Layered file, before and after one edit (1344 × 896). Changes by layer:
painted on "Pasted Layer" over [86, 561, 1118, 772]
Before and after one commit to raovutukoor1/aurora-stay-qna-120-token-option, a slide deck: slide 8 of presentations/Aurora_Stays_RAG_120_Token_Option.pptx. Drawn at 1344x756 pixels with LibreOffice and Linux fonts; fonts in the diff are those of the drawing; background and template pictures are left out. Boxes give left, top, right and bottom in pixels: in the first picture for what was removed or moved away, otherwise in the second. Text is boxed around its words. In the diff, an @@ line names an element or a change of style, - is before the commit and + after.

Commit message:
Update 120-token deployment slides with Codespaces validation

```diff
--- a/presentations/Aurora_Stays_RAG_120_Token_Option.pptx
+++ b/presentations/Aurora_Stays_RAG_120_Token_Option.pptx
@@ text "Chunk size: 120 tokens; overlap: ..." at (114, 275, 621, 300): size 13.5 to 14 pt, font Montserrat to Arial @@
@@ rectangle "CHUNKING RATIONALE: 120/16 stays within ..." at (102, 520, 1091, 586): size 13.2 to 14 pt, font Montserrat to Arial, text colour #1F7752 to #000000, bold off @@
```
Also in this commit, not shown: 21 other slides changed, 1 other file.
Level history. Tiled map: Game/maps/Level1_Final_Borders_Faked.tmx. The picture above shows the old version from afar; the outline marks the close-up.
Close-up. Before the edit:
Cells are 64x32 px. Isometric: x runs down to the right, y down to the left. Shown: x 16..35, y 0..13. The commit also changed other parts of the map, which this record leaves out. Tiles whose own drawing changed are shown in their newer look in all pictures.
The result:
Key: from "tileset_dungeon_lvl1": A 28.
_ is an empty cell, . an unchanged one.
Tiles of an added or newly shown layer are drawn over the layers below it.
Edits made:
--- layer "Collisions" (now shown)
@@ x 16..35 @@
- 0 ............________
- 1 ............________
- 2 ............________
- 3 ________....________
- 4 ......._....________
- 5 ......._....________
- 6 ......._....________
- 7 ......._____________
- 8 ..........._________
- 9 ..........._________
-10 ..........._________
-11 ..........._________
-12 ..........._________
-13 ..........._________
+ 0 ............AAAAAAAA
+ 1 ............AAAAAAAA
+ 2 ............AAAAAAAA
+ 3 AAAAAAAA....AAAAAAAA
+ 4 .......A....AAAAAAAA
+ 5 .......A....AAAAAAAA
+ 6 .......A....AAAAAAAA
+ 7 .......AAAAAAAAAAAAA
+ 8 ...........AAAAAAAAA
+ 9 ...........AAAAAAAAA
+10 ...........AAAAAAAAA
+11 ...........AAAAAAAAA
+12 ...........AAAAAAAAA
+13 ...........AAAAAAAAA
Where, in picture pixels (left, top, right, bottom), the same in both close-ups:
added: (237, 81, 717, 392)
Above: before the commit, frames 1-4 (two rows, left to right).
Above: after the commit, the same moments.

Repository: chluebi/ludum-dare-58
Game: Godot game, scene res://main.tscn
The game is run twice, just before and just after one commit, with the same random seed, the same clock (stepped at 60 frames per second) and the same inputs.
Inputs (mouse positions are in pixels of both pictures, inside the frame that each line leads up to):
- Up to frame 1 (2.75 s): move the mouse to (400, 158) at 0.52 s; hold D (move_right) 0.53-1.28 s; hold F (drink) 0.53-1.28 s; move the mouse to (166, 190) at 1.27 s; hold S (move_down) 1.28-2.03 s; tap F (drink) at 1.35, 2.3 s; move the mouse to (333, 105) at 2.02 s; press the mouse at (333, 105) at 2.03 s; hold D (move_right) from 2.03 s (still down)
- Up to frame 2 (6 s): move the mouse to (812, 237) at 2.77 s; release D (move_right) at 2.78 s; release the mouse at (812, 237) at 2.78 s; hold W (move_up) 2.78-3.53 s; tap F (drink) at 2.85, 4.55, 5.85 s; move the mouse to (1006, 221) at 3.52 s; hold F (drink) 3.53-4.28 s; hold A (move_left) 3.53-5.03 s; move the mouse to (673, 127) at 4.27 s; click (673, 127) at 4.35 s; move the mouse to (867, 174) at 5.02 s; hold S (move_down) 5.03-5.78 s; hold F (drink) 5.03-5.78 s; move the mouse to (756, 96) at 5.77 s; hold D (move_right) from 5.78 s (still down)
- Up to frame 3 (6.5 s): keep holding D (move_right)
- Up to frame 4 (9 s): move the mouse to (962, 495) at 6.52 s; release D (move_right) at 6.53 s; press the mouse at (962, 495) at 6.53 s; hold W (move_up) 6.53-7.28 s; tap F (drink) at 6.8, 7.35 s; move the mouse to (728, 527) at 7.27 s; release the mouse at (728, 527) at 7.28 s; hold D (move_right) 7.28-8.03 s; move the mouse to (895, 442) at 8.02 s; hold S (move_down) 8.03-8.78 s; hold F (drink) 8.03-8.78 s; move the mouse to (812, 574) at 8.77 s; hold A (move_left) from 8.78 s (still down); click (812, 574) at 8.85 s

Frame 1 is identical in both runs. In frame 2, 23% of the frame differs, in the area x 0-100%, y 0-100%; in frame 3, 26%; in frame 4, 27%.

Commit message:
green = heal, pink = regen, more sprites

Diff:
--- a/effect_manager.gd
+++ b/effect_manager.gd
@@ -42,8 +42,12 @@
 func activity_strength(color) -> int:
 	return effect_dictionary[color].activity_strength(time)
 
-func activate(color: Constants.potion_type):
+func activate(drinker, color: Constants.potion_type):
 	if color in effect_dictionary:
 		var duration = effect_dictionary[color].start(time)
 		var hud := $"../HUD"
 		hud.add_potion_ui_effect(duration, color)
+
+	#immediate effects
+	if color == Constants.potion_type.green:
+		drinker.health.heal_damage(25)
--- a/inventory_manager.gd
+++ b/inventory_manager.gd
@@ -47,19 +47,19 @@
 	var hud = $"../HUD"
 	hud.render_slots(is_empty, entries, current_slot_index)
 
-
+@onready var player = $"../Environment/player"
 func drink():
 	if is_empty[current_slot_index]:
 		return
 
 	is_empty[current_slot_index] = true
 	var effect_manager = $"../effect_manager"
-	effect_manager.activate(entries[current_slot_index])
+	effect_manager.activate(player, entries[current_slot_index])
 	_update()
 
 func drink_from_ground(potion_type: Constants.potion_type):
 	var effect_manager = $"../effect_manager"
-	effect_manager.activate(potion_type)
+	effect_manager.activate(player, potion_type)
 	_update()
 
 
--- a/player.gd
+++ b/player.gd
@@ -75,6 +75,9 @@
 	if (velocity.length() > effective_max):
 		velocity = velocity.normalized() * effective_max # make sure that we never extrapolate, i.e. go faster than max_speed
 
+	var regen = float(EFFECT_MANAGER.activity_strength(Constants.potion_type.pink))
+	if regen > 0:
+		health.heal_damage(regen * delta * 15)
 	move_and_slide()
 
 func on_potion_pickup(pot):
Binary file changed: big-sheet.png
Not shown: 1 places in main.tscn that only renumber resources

> [EXERCISE GOAL]
Your task is to repeat the records exactly. Begin at their first line and stop after the line containing "Also in this".

> [COMPLETED EXERCISE]
Layered file, before and after one edit (1344 × 896). Changes by layer:
painted on "Pasted Layer" over [86, 561, 1118, 772]
Before and after one commit to raovutukoor1/aurora-stay-qna-120-token-option, a slide deck: slide 8 of presentations/Aurora_Stays_RAG_120_Token_Option.pptx. Drawn at 1344x756 pixels with LibreOffice and Linux fonts; fonts in the diff are those of the drawing; background and template pictures are left out. Boxes give left, top, right and bottom in pixels: in the first picture for what was removed or moved away, otherwise in the second. Text is boxed around its words. In the diff, an @@ line names an element or a change of style, - is before the commit and + after.

Commit message:
Update 120-token deployment slides with Codespaces validation

```diff
--- a/presentations/Aurora_Stays_RAG_120_Token_Option.pptx
+++ b/presentations/Aurora_Stays_RAG_120_Token_Option.pptx
@@ text "Chunk size: 120 tokens; overlap: ..." at (114, 275, 621, 300): size 13.5 to 14 pt, font Montserrat to Arial @@
@@ rectangle "CHUNKING RATIONALE: 120/16 stays within ..." at (102, 520, 1091, 586): size 13.2 to 14 pt, font Montserrat to Arial, text colour #1F7752 to #000000, bold off @@
```
Also in this commit, not shown: 21 other slides changed, 1 other file.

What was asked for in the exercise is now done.